Again more leadership is needed by the Government. More funding and resources should be put into our native language. Everybody should have the right to send their children to Irish medium schools. I do also believe that Irish should be a required subject and that more opportunities should be made available of broadcasting in television and radio through the medium of Irish.

What would you say to someone from the North reading now who isn't sure who to vote for in the next general election?

Look at the record of Sinn Féin over the recent years. We have been the driving force behind the peace process and the attempt to create a just, human rights based society here in the North. The constituency service that we provide is second to none and we will continue to campaign on the social and economic issues that are important to all our communities.

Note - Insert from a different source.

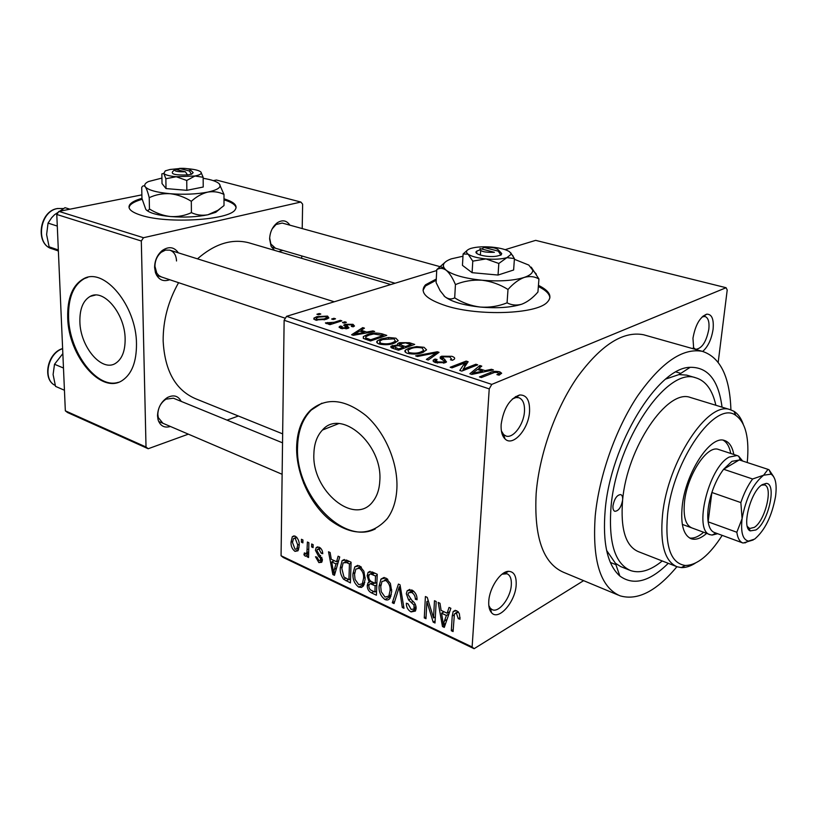 <?xml version="1.0" encoding="UTF-8"?>
<svg xmlns="http://www.w3.org/2000/svg" width="817" height="817" viewBox="0 0 817 817"><rect width="100%" height="100%" fill="white"/><g stroke="black" fill="none" stroke-linecap="round" stroke-linejoin="round"><path stroke-width="1.23" d="M529.549 411.625C528.681 429.211 512.78 447.175 505.008 438.903C502.067 435.941 500.78 431.1 501.158 424.37C503.589 408.337 509.747 398.533 519.632 394.979C526.628 394.795 529.927 400.34 529.549 411.625M501.393 430.947L503.67 434.613L506.009 436.012C513.147 438.77 523.768 424.564 524.463 411.574C524.841 403.945 522.941 399.309 518.764 397.675L516.017 397.522L512.402 398.941M693.704 348.91L692.959 338.248C695.338 324.992 699.924 316.965 706.736 314.167C711.832 314.096 713.946 319.1 713.098 329.2C711.536 339.198 708.073 346.602 702.712 351.433M693.296 347.552L695.645 349.308C701.915 348.634 706.317 341.915 708.839 329.149C709.534 321.898 708.227 317.67 704.938 316.465L702.201 316.843M516.17 585.023C515.394 601.996 498.411 621.328 491.497 612.658C489.373 610.228 488.464 606.398 488.78 601.169C489.414 587.862 500.474 571.287 508.531 571.328C514.016 571.532 516.558 576.097 516.17 585.023M488.821 605.55L490.414 608.359L492.273 609.686C498.983 613.056 510.686 597.738 511.309 585.023C511.646 579.008 510.237 575.27 507.071 573.779L502.067 574.177M436.288 279.046L425.514 284.796C419.019 292.21 426.035 299.267 446.552 305.966C478.987 316.24 535.789 314.106 546.951 302.535C552.762 296.775 549.933 291.046 538.444 285.347M436.227 280.231L425.463 285.991L423.032 290.26M79.882 321.694C80.199 346.929 101.951 372.603 115.718 363.228C122.06 359 125.205 350.932 125.134 339.014C125.103 313.922 103.708 288.268 90.156 296.408C83.089 300.554 79.657 308.979 79.882 321.694M67.699 317.599C68.281 356.008 101.482 395.091 122.509 380.324C131.874 373.88 136.531 361.757 136.49 343.947C136.551 305.864 104.157 266.842 83.651 278.74C72.601 285 67.29 297.95 67.699 317.599M87.756 277.341L84.529 278.526C73.479 284.786 68.158 297.735 68.567 317.364C69.241 352.382 97.152 389.495 118.445 382.274M379.834 480.559C379.435 489.036 377.178 495.95 373.063 501.291C354.844 526.812 311.522 490.629 313.891 453.67C314.188 443.641 317.037 435.767 322.449 430.038C340.74 408.153 382.622 443.845 379.834 480.559M296.622 447.379C296.193 473.697 309.949 503.823 329.945 520.02C352.484 536.514 371.602 536.054 387.299 518.611C393.079 510.686 396.276 500.586 396.899 488.311C398.073 462.708 385.134 432.387 365.975 415.598C344.692 398.819 326.146 397.072 310.368 410.369C301.606 419.203 297.02 431.539 296.622 447.379M321.847 403.2L311.308 410.011C302.545 418.845 297.96 431.172 297.551 447.011C295.151 493.917 342.65 545.797 375.32 528.916M169.742 279.741C163.073 282.069 158.304 279.71 155.444 272.643L154.597 267.455C154.73 260.449 157.252 254.822 162.195 250.553C168.762 246.111 174.154 246.877 178.372 252.841M176.523 260.98C176.237 255.261 173.99 251.656 169.773 250.145L165.504 250.104L161.255 252.259C157.15 255.803 155.046 260.49 154.944 266.301L156.793 273.154L158.896 275.584L161.562 277.014M170.396 426.474C164.329 428.22 160.214 425.963 158.049 419.703L157.518 415.833C157.834 407.857 161.102 401.76 167.332 397.562C173.551 394.478 178.177 395.755 181.211 401.392M282.539 442.824L173.408 398.206L166.004 399.156C160.826 402.658 158.1 407.724 157.834 414.352L158.284 417.569L162.91 423.267M282.866 250.41L278.628 251.554M274.492 250.339L271.06 246.213L269.62 238.983C269.967 231.957 272.531 226.554 277.3 222.765C282.457 219.569 286.655 220.376 289.892 225.175M269.661 237.9L270.856 244.007L275.513 248.256M668.255 563.322C649.648 581.694 633.512 585.942 619.858 576.036C607.388 564.894 602.497 542.927 605.172 510.155C610.473 444.509 657.899 367.333 690.151 367.323C707.931 366.966 718.552 380.252 722.044 407.172M606.612 550.433L615.405 563.24L620.685 566.589L629.396 570.092M730.909 409.879C729.867 376.76 720.339 357.254 702.314 351.341C682.665 347.685 661.065 362.595 637.515 396.071C615.722 428.864 599.096 475.913 595.236 515.813C592.121 560.564 600.372 587.229 619.98 595.797C637.515 600.934 656.49 591.242 676.905 566.702M645.481 335.297L643.52 334.745C623.024 330.814 600.955 344.968 577.313 377.199C555.468 408.786 539.302 454.364 536.166 493.305C533.899 537.014 543.019 563.342 563.516 572.288L618.346 595.123M250.278 243.211L248.409 242.669C231.579 238.523 214.605 243.915 197.479 258.836M178.586 282.682C168.159 301.187 163.012 320.611 163.155 340.955C164.768 370.979 175.655 390.26 195.814 398.829L282.651 433.868M141.954 198.347C135.642 200.145 131.588 202.228 129.791 204.618C127.227 208.549 131.108 212.144 141.443 215.382C167.945 224.011 229.271 220.059 235.133 209.755C237.961 205.67 234.244 202.024 224.001 198.817M142.158 199.307C135.745 201.125 131.629 203.239 129.821 205.649L129.035 207.498M331.631 319.028L333.949 318.293L335.521 318.804L333.203 319.539L331.631 319.028M334.122 322.307L340.27 320.335L341.853 320.856L329.956 324.666L328.373 324.145L330.282 323.532L326.269 323.593L325.401 322.889L334.122 322.307L334.102 323.338M342.486 322.552L344.805 321.806L346.398 322.327L344.08 323.072L342.486 322.552M345.305 324.308L353.005 324.329L354.486 326.024L353.148 326.841L351.32 326.381L352.147 325.901L351.208 324.839L347.215 324.727L346.551 325.217L348.971 327.842L347.817 328.434L340.771 328.352L339.208 326.749L340.464 326.024L342.282 326.483L341.588 326.882L342.425 327.78L346.388 327.76L343.896 325.013L345.305 324.308L345.244 326.657M366.7 332.08L372.95 330.916L374.676 331.477L353.342 335.317L351.616 334.745L362.748 327.617L364.453 328.168L361.022 330.231L366.7 332.08L366.67 332.917M395.877 338.197L398.216 340.658L394.345 343.14C390.097 344.876 385.042 345.152 379.18 343.988C376.719 343.028 376.106 341.986 377.342 340.883L381.1 338.943L388.586 337.482L395.877 338.197M424.064 347.317L426.576 349.86L422.798 352.433C418.58 354.231 413.473 354.527 407.469 353.322C404.813 352.27 404.19 351.157 405.569 349.962L409.133 348.103L416.639 346.592L424.064 347.317M499.81 371.837L501.669 373.246L499.024 375.156L496.91 374.615L498.533 373.737L497.89 372.552L494.663 372.368L481.346 377.546L479.446 376.923L490.271 372.562C492.682 371.265 495.858 371.02 499.81 371.837L499.595 374.911M286.573 316.322L491.773 384.398L489.23 388.902L284.132 320.264L286.573 316.322L436.717 270.539M505.141 249.665L535.656 240.361L726.078 287.717L491.773 384.398M485.145 370.642L491.466 369.284L493.437 369.927L471.828 374.411L469.857 373.757L479.834 365.516L481.785 366.149L478.67 368.528L485.145 370.642L485.073 371.653M463.127 369.213L475.872 364.239L477.72 364.831L461.768 371.092L459.787 370.438L464.863 362.901L452.005 367.864L450.167 367.262L466.17 361.094L468.131 361.727L463.127 369.213L463.055 370.581M441.629 356.232L451.832 356.304C454.507 357.213 455.294 358.214 454.201 359.306L452.434 360.287L450.422 359.776L451.566 359.092L449.82 356.958L443.447 356.804L442.691 357.213L446.542 361.951L445.265 362.646L435.675 362.625C433.286 361.808 432.561 360.91 433.51 359.929L435.104 359.031L437.115 359.541L436.064 360.154L437.524 361.9L443.508 362.033L444.581 361.216L440.526 358.551L440.281 356.958L441.629 356.232L441.476 359.153M415.639 355.865L437.32 351.759L439.046 352.311L428.231 360.021L426.382 359.409L436.431 352.76L417.487 356.478L415.639 355.865M399.421 342.68L409.358 342.701L414.689 344.427L398.492 350.207L393.13 348.44C390.996 347.787 390.332 347.041 391.118 346.194L397.787 344.835L397.695 343.579L399.421 342.68L399.288 345.857M367.425 334.551C371.612 332.856 376.443 332.611 381.896 333.816L386.778 335.399L370.499 340.975L363.473 338.452L363.34 336.594L367.425 334.551L367.384 335.736M316.945 316.639L327.556 316.087L328.883 317.946L325.779 319.437L315.209 319.968L313.922 318.089L316.945 316.639L316.925 317.762M316.914 314.259L319.243 313.534L320.795 314.034L318.467 314.759L316.914 314.259M284.132 320.264L281.068 555.744L472.124 646.972L474.105 648.698L583.614 580.652M474.105 648.698L283.295 557.511L281.068 555.744M726.078 287.717L727.212 290.025L718.194 362.309M301.453 539.281L302.933 539.966L302.882 542.866L301.402 542.182L301.453 539.281M311.665 543.999L313.156 544.684L313.095 547.604L311.604 546.91L311.665 543.999M338.105 556.203L339.719 556.959L334.459 575.331L332.856 574.565L328.516 551.781L330.119 552.517L331.283 559.288L336.594 561.759L338.105 556.203M363.861 571.165L365.168 579.049L363.524 585.82L361.461 587.423L358.673 587.086C354.425 583.695 352.536 579.202 352.985 573.605L354.782 566.865L359.419 565.773L363.861 571.165M390.393 583.461L391.7 591.457L390.118 598.064C388.933 599.954 387.197 600.444 384.93 599.535C380.559 596.063 378.628 591.498 379.129 585.84L381.039 579.039L385.838 577.976L390.393 583.461M411.819 589.976C415.434 592.121 417.181 595.389 417.048 599.77L415.342 599.269C415.342 596.175 414.086 593.888 411.554 592.396L408.418 592.836L407.979 594.48L411.952 600.444C414.719 602.446 416.108 605.091 416.119 608.379L415.424 611.055L411.063 611.923C407.846 610.023 406.274 607.123 406.345 603.232L408.02 603.743L411.135 609.431L414.045 609.022L414.025 605.101L408.602 599.974L406.304 593.734L407.121 590.834L411.819 589.976M449.033 607.439L450.872 608.287L444.295 627.395L442.467 626.537L438.178 602.425L439.985 603.263L441.119 610.411L447.144 613.22L449.033 607.439M489.23 388.902L472.124 646.972M459.317 613.485L460.042 619.225L458.255 618.683L456.407 613.169L454.405 613.935L453.078 631.561L451.331 630.734L452.209 616.079L453.159 611.535L456.642 610.667L459.317 613.485M434.47 600.72L436.196 601.516L435.001 622.993L433.173 622.125L426.893 601.578L425.974 618.714L424.278 617.907L425.402 596.533L427.24 597.38L433.521 617.918L434.47 600.72M398.43 584.073L400.044 584.819L403.986 608.287L402.27 607.47L399.227 586.974L394.039 603.569L392.323 602.762L398.43 584.073M372.246 571.971L377.24 574.28L376.412 595.215L371.439 592.856C368.671 591.406 367.272 588.975 367.252 585.564L367.997 582.899L369.131 582.01L367.139 575.862L368.099 572.37L372.246 571.971M346.49 560.084L351.075 562.198L350.411 582.899L343.62 579.284C340.985 575.719 339.882 571.89 340.301 567.805L342.098 560.615L346.49 560.084M319.171 547.196C321.428 548.524 322.623 550.689 322.756 553.701L321.234 553.262L319.018 549.279L317.292 549.433L316.935 550.648L322.378 559.982L321.714 562.29L318.875 562.607L315.495 556.745L317.006 557.184L318.875 560.472L320.601 560.431L320.407 558.123L318.701 556.469L315.423 550.321L316.199 547.574L319.171 547.196M307.396 542.028L308.887 542.713L308.581 557.5L307.1 556.796L307.141 554.447L306.416 555.938L305.323 556.224L303.934 554.784L304.394 552.874L305.456 553.64L306.896 552.578L307.396 542.028M295.243 536.146C298.195 538.474 299.522 541.651 299.206 545.674L297.97 550.801L294.988 551.363C292.088 549.085 290.77 545.97 291.046 542.018L292.323 536.677L295.243 536.146M715.866 405.273C712.455 389.893 705.714 380.722 695.655 377.771L686.668 375.115L678.947 374.584L665.753 379.047M56.782 214.473L58.895 211.389L143.496 237.716L141.31 241.005L56.782 214.473L65.34 410.828L146.018 447.001L148.194 448.737L188.359 434.154M227.024 420.122L238.39 416.006M148.194 448.737L67.556 412.534L65.34 410.828M143.496 237.716L300.86 202.044L302.627 204.148L302.208 228.576M301.739 255.935L301.698 258.335M300.86 202.044L216.423 180.026L213.329 180.649M58.895 211.389L141.882 194.865M141.31 241.005L146.018 447.001M236.113 207.722C235.49 204.75 231.456 202.116 224.001 199.828M443.937 267.741L282.233 223.051L276.044 224.501L272.163 228.883M549.892 297.95C549.637 293.946 545.787 290.137 538.352 286.532M460.083 617.611L458.255 618.683M458.419 611.994L456.407 613.169M453.19 629.621L451.331 630.734M445.132 624.974L442.467 626.537M449.687 611.739L447.144 613.22M444.417 620.981L446.409 615.467L441.568 613.21L443.386 624.668L444.417 620.981L447.032 619.449M448.901 614.016L446.409 615.467M445.704 623.31L443.386 624.668M444.05 611.78L441.568 613.21M435.114 621.002L433.173 622.125M428.282 600.791L426.893 601.578M426.076 616.886L424.278 617.907M435.349 616.866L433.521 617.918M417.027 598.34L415.342 599.269M413.739 591.202L411.554 592.396M416.057 609.114L411.063 611.923M416.027 606.622L414.444 607.511M415.332 604.366L414.025 605.101M410.308 599.035L408.602 599.974M403.71 606.674L402.27 607.47M400.31 586.392L399.227 586.974M394.703 601.455L392.323 602.762M390.945 596.267L384.93 599.535M380.885 584.911L379.129 585.84M383.98 577.496L381.039 579.039M385.021 597.084L388.831 596.083L390.056 590.66C390.455 586.422 389.025 583.021 385.747 580.448L381.978 581.479L380.742 586.657L381.243 591.712L385.021 597.084M391.7 589.772L390.056 590.66M387.82 579.355L385.747 580.448M373.9 591.549L371.439 592.856M369.121 584.584L367.252 585.564M370.775 581.142L369.131 582.01M369.08 574.862L367.139 575.862M374.901 592.029L375.146 585.789L370.448 583.787L369.264 584.329L368.855 585.973C368.927 588.414 370.019 589.986 372.113 590.711L374.901 592.029L376.576 591.14M376.821 584.911L375.146 585.789M373.155 582.368L370.448 583.787M375.238 583.348L375.524 575.995L370.438 573.902L369.274 574.535L368.733 576.598C368.773 579.202 369.887 580.958 372.072 581.867L375.238 583.348L376.913 582.47M377.209 575.117L375.524 575.995M373.267 572.451L370.438 573.902M374.666 573.095L372.113 574.412M364.382 584.104L358.673 587.086M354.67 572.737L352.985 573.605M357.826 565.333L354.782 566.865M358.745 584.666L362.329 583.798L363.585 578.273C363.943 574.085 362.534 570.736 359.347 568.223L355.824 569.112L354.547 574.402L355.058 579.396L358.745 584.666M365.168 577.445L363.585 578.273M361.4 567.182L359.347 568.223M345.714 578.222L343.62 579.284M341.945 566.978L340.301 567.805M348.93 579.753L349.431 563.904L346.622 562.607L343.12 562.842L341.853 568.561L343.977 576.996L348.93 579.753L350.544 578.926M351.044 563.097L349.431 563.904M349.176 561.32L346.622 562.607M334.98 573.493L332.856 574.565M338.636 560.748L336.594 561.759M334.408 569.224L336.012 563.924L331.733 561.922L333.602 572.768L334.408 569.224L336.512 568.172M338.013 562.923L336.012 563.924M335.46 571.829L333.602 572.768M334.276 560.676L331.733 561.922M322.623 552.588L321.234 553.262M320.836 548.401L319.018 549.279M322.286 560.942L318.875 562.607M322.317 558.869L320.867 559.574M321.898 557.388L320.407 558.123M313.125 546.185L311.604 546.91M308.612 556.071L307.1 556.796M308.663 553.722L307.141 554.447M306.63 555.601L305.323 556.224M308.683 552.506L303.934 554.784M308.703 551.72L306.896 552.578M308.755 548.973L307.243 549.698M302.903 541.477L301.402 542.182M298.624 549.647L294.988 551.363M292.568 541.314L291.046 542.018M295.07 549.29L296.837 548.871L297.735 545L295.172 538.24L293.436 538.628L292.506 542.559L295.07 549.29M299.196 544.316L297.735 545M296.898 537.433L295.172 538.24M491.395 370.346L491.466 369.284M479.691 367.752L479.834 365.516M478.588 369.846L478.67 368.528M476.27 372.45L482.663 371.173L477.455 369.468L472.369 373.369L476.27 372.45L476.209 373.502M482.592 372.174L482.663 371.173M472.318 374.309L472.369 373.369M475.79 365.587L475.872 364.239M464.618 366.996L464.863 362.901M465.935 365.025L466.17 361.094M434.93 362.36L435.104 359.031M437.463 363.095L437.524 361.9M443.447 363.146L443.508 362.033M444.489 362.901L444.581 361.216M437.218 353.618L437.32 351.759M436.349 354.241L436.431 352.76M409.072 349.441L409.133 348.103M416.599 347.46L416.639 346.592M409.368 352.627C413.994 353.536 417.895 353.281 421.061 351.851L423.676 350.483L422.205 348.001C417.742 347.123 413.943 347.358 410.818 348.685L407.887 350.248L409.317 353.792M421.01 353.026L421.061 351.851M392.415 348.185L392.528 345.438M397.756 345.55L397.787 344.835M398.676 348.961L403.547 347.225L398.349 345.632L393.539 346.408L398.676 348.961L398.625 350.166M403.496 348.43L403.547 347.225M405.436 346.551L411.094 344.539L405.467 342.854L400.105 343.783L402.046 345.438L405.436 346.551M411.033 345.734L411.094 344.539M401.984 346.714L402.046 345.438M381.049 340.199L381.1 338.943M388.555 338.32L388.586 337.482M381.09 343.314C385.614 344.202 389.474 343.947 392.671 342.578L395.418 341.169L394.008 338.851L382.734 339.515L379.711 341.067L381.049 344.457M392.63 343.691L392.671 342.578M381.845 335.052L381.896 333.816M370.744 339.76L383.224 335.501L373.696 333.969L369.059 335.093L365.822 336.665L365.74 337.901L370.744 339.76L370.704 340.903M383.183 336.624L383.224 335.501M367.742 340.066L367.783 338.789M365.689 339.392L365.74 337.901M372.92 331.794L372.95 330.916M362.697 329.231L362.748 327.617M360.981 331.477L361.022 330.231M357.948 333.622L364.239 332.539L359.674 331.048L354.078 334.419L357.948 333.622L357.917 334.49M364.208 333.367L364.239 332.539M354.047 335.184L354.078 334.419M352.924 326.79L353.005 324.329M346.449 328.771L346.551 325.217M340.403 328.22L340.464 326.024M342.394 328.751L342.425 327.78M345.938 328.842L345.959 327.985M346.398 328.771L346.428 327.719M344.774 322.848L344.805 321.806M340.24 321.367L340.27 320.335M330.262 324.574L330.282 323.532M327.535 323.767L327.566 322.501M328.475 323.736L328.495 322.94M331.365 324.216L331.396 322.981M333.918 319.314L333.949 318.293M327.494 318.814L327.556 316.087M316.976 319.437L324.196 318.926L326.606 317.803L325.82 316.608L318.62 317.108L316.199 318.242L316.955 320.356M324.175 319.886L324.196 318.926M319.222 314.525L319.243 313.534M691.499 397.818L690.355 397.46C667.346 388.412 626.986 447.726 622.605 500.218C622.86 497.093 622.248 495.214 620.746 494.581C617.029 494.857 614.445 498.564 612.985 505.703C612.74 508.807 613.363 510.676 614.833 511.309C618.561 511.033 621.145 507.337 622.605 500.218C620.358 529.048 625.628 546.195 638.414 551.659L676.088 566.375M733.809 454.456C732.318 446.633 729.203 441.977 724.454 440.486C710.504 434.889 685.575 472.798 682.236 505.989C680.449 524.524 683.482 535.462 691.345 538.801C695.859 540.17 700.966 538.352 706.644 533.378M730.755 453.455C729.479 446.756 726.967 442.344 723.208 440.23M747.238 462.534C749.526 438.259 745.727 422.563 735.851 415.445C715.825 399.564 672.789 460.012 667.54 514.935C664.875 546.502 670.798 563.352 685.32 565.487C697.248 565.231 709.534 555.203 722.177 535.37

Finally, I'd like to play a small round of word association. I'm sure you know what it entails. Basically just outline what word comes into your head when you hear the following names:

Bertie Ahern - Fraud
Tony Blair - Last Brit Prime Minister in Ireland (Sorry more than a word)
George W. Bush - Lunatic
Mary McAleese - Decent
Ian Paisley - Bigot
Gerry Adams - Genius
Mark Durkan - Waffler
Michael McDowell - Right-wing
Padraig Pearse - Heroic
Philip McGuigan - Not enough space!

Information on who I will interview next week should be posted up in the next few days. Be sure to keep clicking in to United Irelander for all you need to know on Irish politics.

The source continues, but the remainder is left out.